**What to produce**: An exact repetition of the data is required; no picture should appear in it.

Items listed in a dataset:

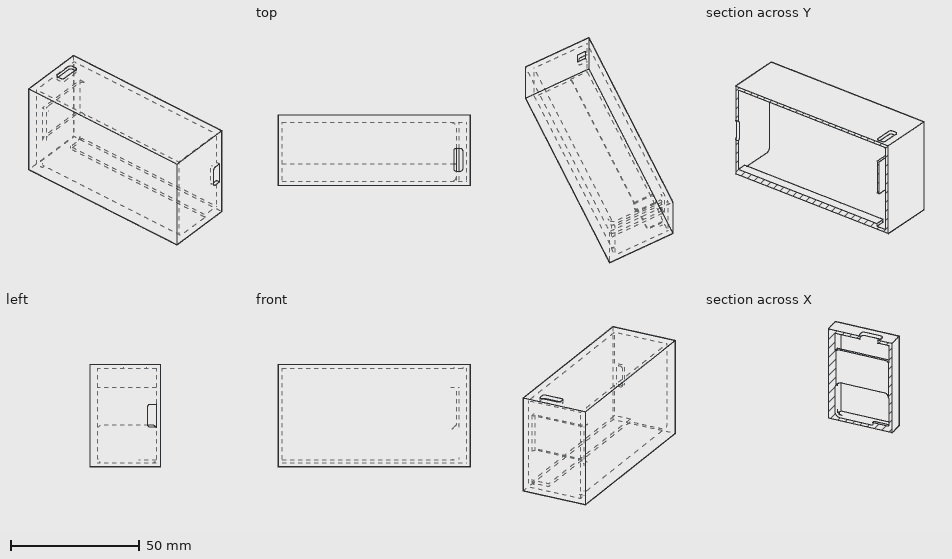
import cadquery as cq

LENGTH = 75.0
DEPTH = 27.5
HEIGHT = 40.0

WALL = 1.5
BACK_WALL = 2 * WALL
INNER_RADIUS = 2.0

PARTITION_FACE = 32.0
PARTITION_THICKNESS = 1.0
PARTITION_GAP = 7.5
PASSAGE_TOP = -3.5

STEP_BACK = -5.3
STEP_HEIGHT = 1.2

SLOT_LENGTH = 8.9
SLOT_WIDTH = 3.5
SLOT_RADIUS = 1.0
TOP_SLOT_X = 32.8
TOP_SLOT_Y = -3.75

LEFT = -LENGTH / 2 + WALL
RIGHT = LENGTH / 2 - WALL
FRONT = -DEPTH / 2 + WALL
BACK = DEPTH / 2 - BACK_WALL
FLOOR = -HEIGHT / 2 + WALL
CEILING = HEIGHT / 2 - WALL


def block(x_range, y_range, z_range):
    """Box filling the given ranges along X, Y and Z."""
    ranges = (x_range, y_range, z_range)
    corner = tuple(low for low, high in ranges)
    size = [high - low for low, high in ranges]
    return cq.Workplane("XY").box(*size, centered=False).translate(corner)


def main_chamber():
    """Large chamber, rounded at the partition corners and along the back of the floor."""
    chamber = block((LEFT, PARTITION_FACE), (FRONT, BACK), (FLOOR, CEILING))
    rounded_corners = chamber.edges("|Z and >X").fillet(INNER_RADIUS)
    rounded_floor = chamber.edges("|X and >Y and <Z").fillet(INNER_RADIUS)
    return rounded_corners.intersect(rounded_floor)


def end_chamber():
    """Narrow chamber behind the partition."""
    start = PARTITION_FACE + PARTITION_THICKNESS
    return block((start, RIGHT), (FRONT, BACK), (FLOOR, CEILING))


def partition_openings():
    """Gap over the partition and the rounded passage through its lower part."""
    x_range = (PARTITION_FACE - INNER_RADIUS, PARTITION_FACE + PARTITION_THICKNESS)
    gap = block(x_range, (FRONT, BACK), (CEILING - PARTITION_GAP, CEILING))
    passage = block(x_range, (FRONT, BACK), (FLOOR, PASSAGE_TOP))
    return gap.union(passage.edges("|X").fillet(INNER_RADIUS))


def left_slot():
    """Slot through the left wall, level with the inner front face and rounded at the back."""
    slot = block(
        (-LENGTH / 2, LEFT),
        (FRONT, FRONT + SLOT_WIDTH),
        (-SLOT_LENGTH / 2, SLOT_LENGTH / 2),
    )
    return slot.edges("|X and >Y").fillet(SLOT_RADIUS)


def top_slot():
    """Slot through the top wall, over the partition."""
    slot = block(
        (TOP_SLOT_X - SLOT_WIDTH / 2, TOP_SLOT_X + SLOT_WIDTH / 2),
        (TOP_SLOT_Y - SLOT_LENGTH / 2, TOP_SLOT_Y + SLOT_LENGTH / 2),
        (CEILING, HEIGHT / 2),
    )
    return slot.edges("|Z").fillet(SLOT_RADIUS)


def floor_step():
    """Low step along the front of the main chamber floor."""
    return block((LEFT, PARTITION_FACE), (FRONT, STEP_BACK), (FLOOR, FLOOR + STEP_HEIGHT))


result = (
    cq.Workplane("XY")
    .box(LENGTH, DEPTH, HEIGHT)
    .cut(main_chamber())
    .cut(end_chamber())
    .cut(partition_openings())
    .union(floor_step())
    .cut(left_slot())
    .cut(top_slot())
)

**Exercise solution**:
import cadquery as cq

LENGTH = 75.0
DEPTH = 27.5
HEIGHT = 40.0

WALL = 1.5
BACK_WALL = 2 * WALL
INNER_RADIUS = 2.0

PARTITION_FACE = 32.0
PARTITION_THICKNESS = 1.0
PARTITION_GAP = 7.5
PASSAGE_TOP = -3.5

STEP_BACK = -5.3
STEP_HEIGHT = 1.2

SLOT_LENGTH = 8.9
SLOT_WIDTH = 3.5
SLOT_RADIUS = 1.0
TOP_SLOT_X = 32.8
TOP_SLOT_Y = -3.75

LEFT = -LENGTH / 2 + WALL
RIGHT = LENGTH / 2 - WALL
FRONT = -DEPTH / 2 + WALL
BACK = DEPTH / 2 - BACK_WALL
FLOOR = -HEIGHT / 2 + WALL
CEILING = HEIGHT / 2 - WALL


def block(x_range, y_range, z_range):
    """Box filling the given ranges along X, Y and Z."""
    ranges = (x_range, y_range, z_range)
    corner = tuple(low for low, high in ranges)
    size = [high - low for low, high in ranges]
    return cq.Workplane("XY").box(*size, centered=False).translate(corner)


def main_chamber():
    """Large chamber, rounded at the partition corners and along the back of the floor."""
    chamber = block((LEFT, PARTITION_FACE), (FRONT, BACK), (FLOOR, CEILING))
    rounded_corners = chamber.edges("|Z and >X").fillet(INNER_RADIUS)
    rounded_floor = chamber.edges("|X and >Y and <Z").fillet(INNER_RADIUS)
    return rounded_corners.intersect(rounded_floor)


def end_chamber():
    """Narrow chamber behind the partition."""
    start = PARTITION_FACE + PARTITION_THICKNESS
    return block((start, RIGHT), (FRONT, BACK), (FLOOR, CEILING))


def partition_openings():
    """Gap over the partition and the rounded passage through its lower part."""
    x_range = (PARTITION_FACE - INNER_RADIUS, PARTITION_FACE + PARTITION_THICKNESS)
    gap = block(x_range, (FRONT, BACK), (CEILING - PARTITION_GAP, CEILING))
    passage = block(x_range, (FRONT, BACK), (FLOOR, PASSAGE_TOP))
    return gap.union(passage.edges("|X").fillet(INNER_RADIUS))


def left_slot():
    """Slot through the left wall, level with the inner front face and rounded at the back."""
    slot = block(
        (-LENGTH / 2, LEFT),
        (FRONT, FRONT + SLOT_WIDTH),
        (-SLOT_LENGTH / 2, SLOT_LENGTH / 2),
    )
    return slot.edges("|X and >Y").fillet(SLOT_RADIUS)


def top_slot():
    """Slot through the top wall, over the partition."""
    slot = block(
        (TOP_SLOT_X - SLOT_WIDTH / 2, TOP_SLOT_X + SLOT_WIDTH / 2),
        (TOP_SLOT_Y - SLOT_LENGTH / 2, TOP_SLOT_Y + SLOT_LENGTH / 2),
        (CEILING, HEIGHT / 2),
    )
    return slot.edges("|Z").fillet(SLOT_RADIUS)


def floor_step():
    """Low step along the front of the main chamber floor."""
    return block((LEFT, PARTITION_FACE), (FRONT, STEP_BACK), (FLOOR, FLOOR + STEP_HEIGHT))


result = (
    cq.Workplane("XY")
    .box(LENGTH, DEPTH, HEIGHT)
    .cut(main_chamber())
    .cut(end_chamber())
    .cut(partition_openings())
    .union(floor_step())
    .cut(left_slot())
    .cut(top_slot())
)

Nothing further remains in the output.